Pay close attention to which web pages your customers are visiting most, how long they are staying on a page, and how many pages they are browsing during that visit. You might find that online customers are more attracted to certain discount offers or specific products in your inventory. If you’re promoting your blog, you can also get ideas about the topics your visitors find most interactive.

#3 Time spent on the website


How much time are people spending on your blog or website during a visit, and which of your digital marketing campaigns is driving in the most engaged visitors?

Google Analytics can track this, too. Again, time spent on your website doesn’t directly lead to sales always, but visitors who spend more time browsing have found your website interesting are more likely to come back later and buy.

#4 Bounce rate


In the world of digital marketing, a high bounce rate can be severe for several reasons.

If any of your campaigns have high bounce rates – meaning people are leaving as soon as they land on your web page — then there’s probably a serious disconnection between your marketing strategy and your landing page. Some search engines might interpret websites with high bounce rates as low-quality or spam, resulting in a penalty in form of a drop in keywords rank on SERP.

The point to remember is, a high bounce rate on the landing page is good because it shows that people are moving from it to other pages on your website.
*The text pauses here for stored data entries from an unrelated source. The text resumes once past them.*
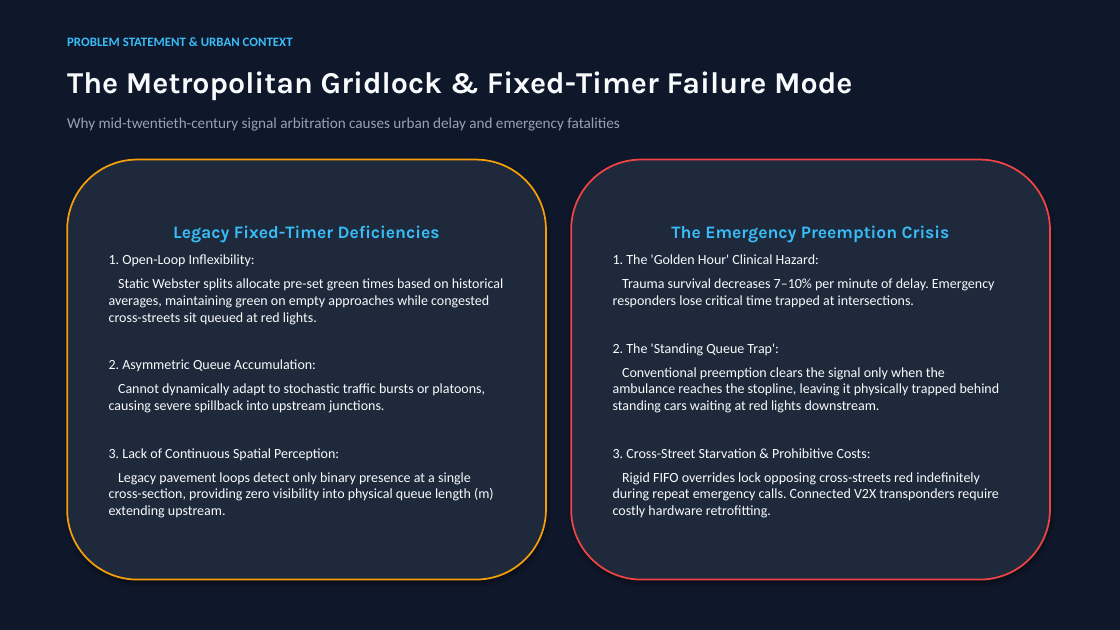
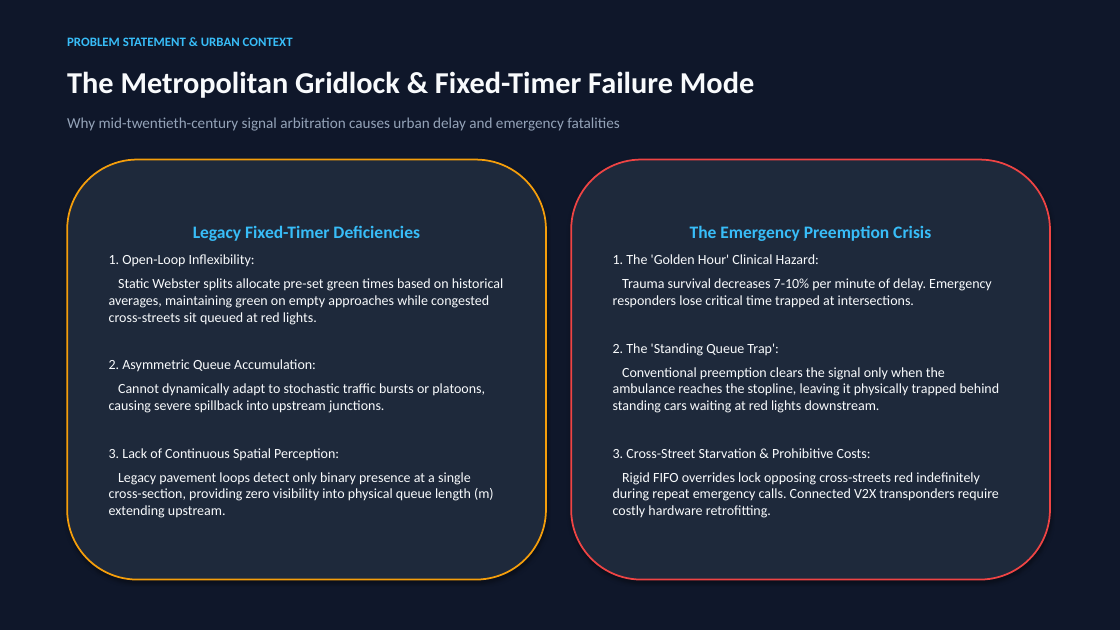
Before and after one commit to Devvaibhavpk/Kinetica, a slide deck: slide 2 of report/Kinetica_Project_Review_Presentation.pptx. Drawn at 1120x630 pixels with LibreOffice and Linux fonts; fonts in the diff are those of the drawing. Boxes give left, top, right and bottom in pixels: in the first picture for what was removed or moved away, otherwise in the second. Text is boxed around its words. In the diff, an @@ line names an element or a change of style, - is before the commit and + after.

```diff
--- a/report/Kinetica_Project_Review_Presentation.pptx
+++ b/report/Kinetica_Project_Review_Presentation.pptx
@@ text "The Metropolitan Gridlock & Fixed-Timer ..." at [67, 71, 754, 98]: font Karla to Calibri @@
@@ text in rounded rectangle at [193, 225, 420, 241]: font Karla to Calibri in "Legacy Fixed-Timer Deficiencies" @@
@@ text in rounded rectangle at [690, 225, 931, 241]: font Karla to Calibri in "The Emergency Preemption Crisis" @@
@@ text in rounded rectangle at [613, 278, 992, 308]: text changed @@
-Trauma survival decreases 7–10% per minute of delay. Emergency responders lose critical time trapped at intersections.
+Trauma survival decreases 7-10% per minute of delay. Emergency responders lose critical time trapped at intersections.
```
Also in this commit, not shown: 14 other slides changed, 42 other files.
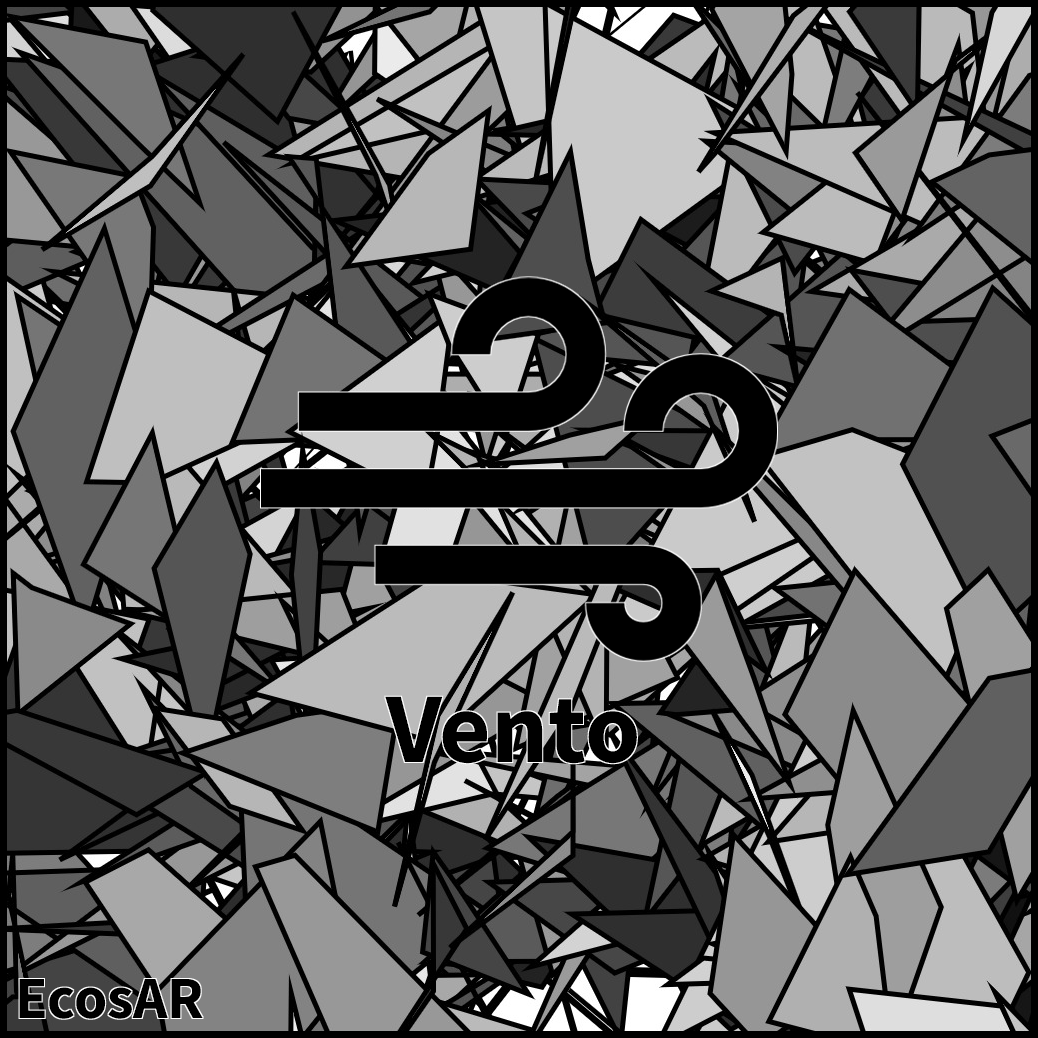
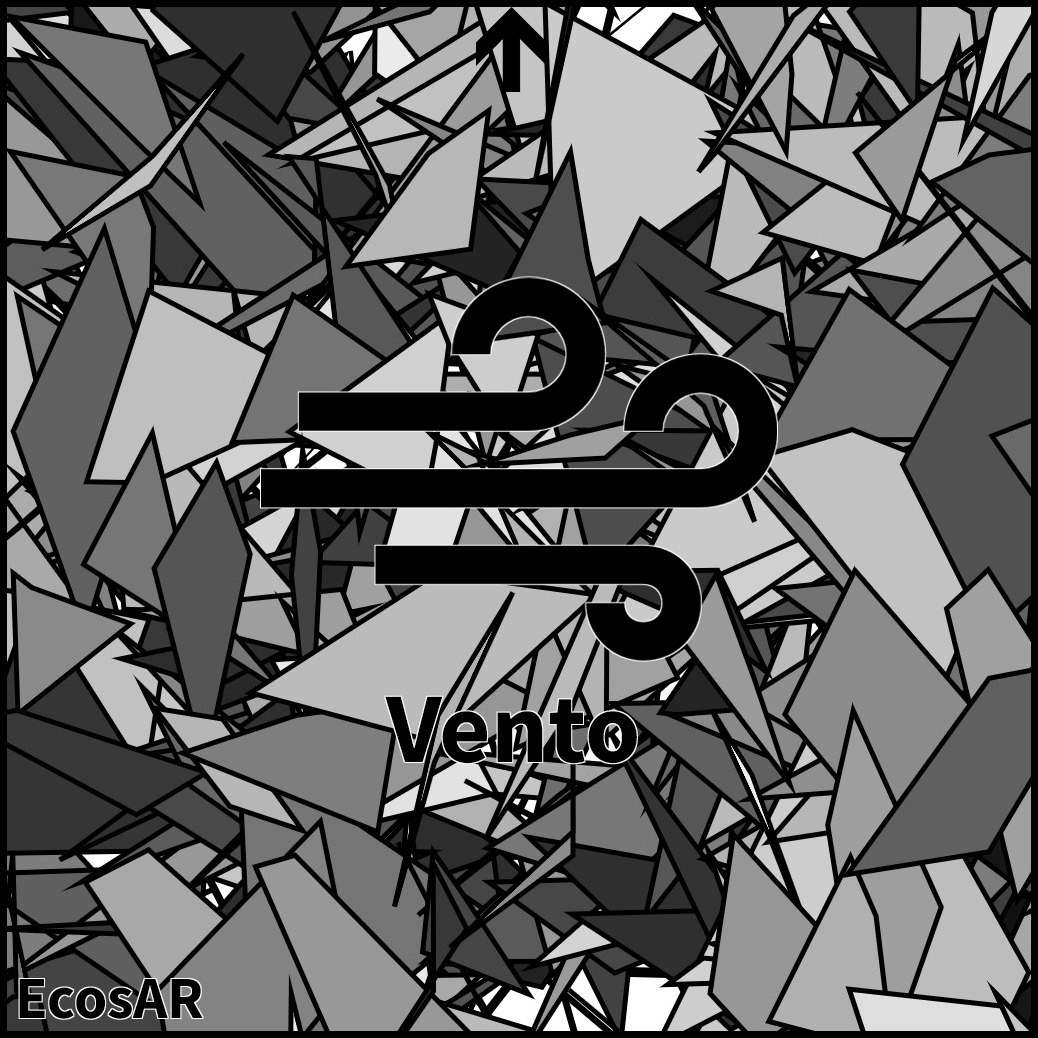
Layer changes from the first (1038, 1038) image to the second:
added layer "Arrow" above "EcosAR" over [476, 7, 545, 92]

Whereas a high exit rate for that same landing page is a signal that something more serious is going on with your website, and more specifically, with your sales or conversion funnel.

Use Google Analytics to measure your bounce rate over time to spot trends in each of your marketing campaigns and their effectiveness too.

Conclusion


Knowing how to track and measure the success of your digital marketing campaigns will save you a lot of stress down the road. You won’t need to guess whether you’re wasting your time and resources with various campaigns. You can stop or pause campaigns that aren’t working, or you can optimize campaigns to really focus attention on your goals.

And one more thing — always set KPIs – means know how you’ll measure a campaign’s success before you create and then launch it. Yes, this requires a more thoughtfully constructed plan for your marketing efforts, but you should never start a digital marketing campaign that doesn’t have a specific objective.

Plan ahead, set sight at your target to achieve, and you’re more likely to stay profitable when measuring the success of campaigns.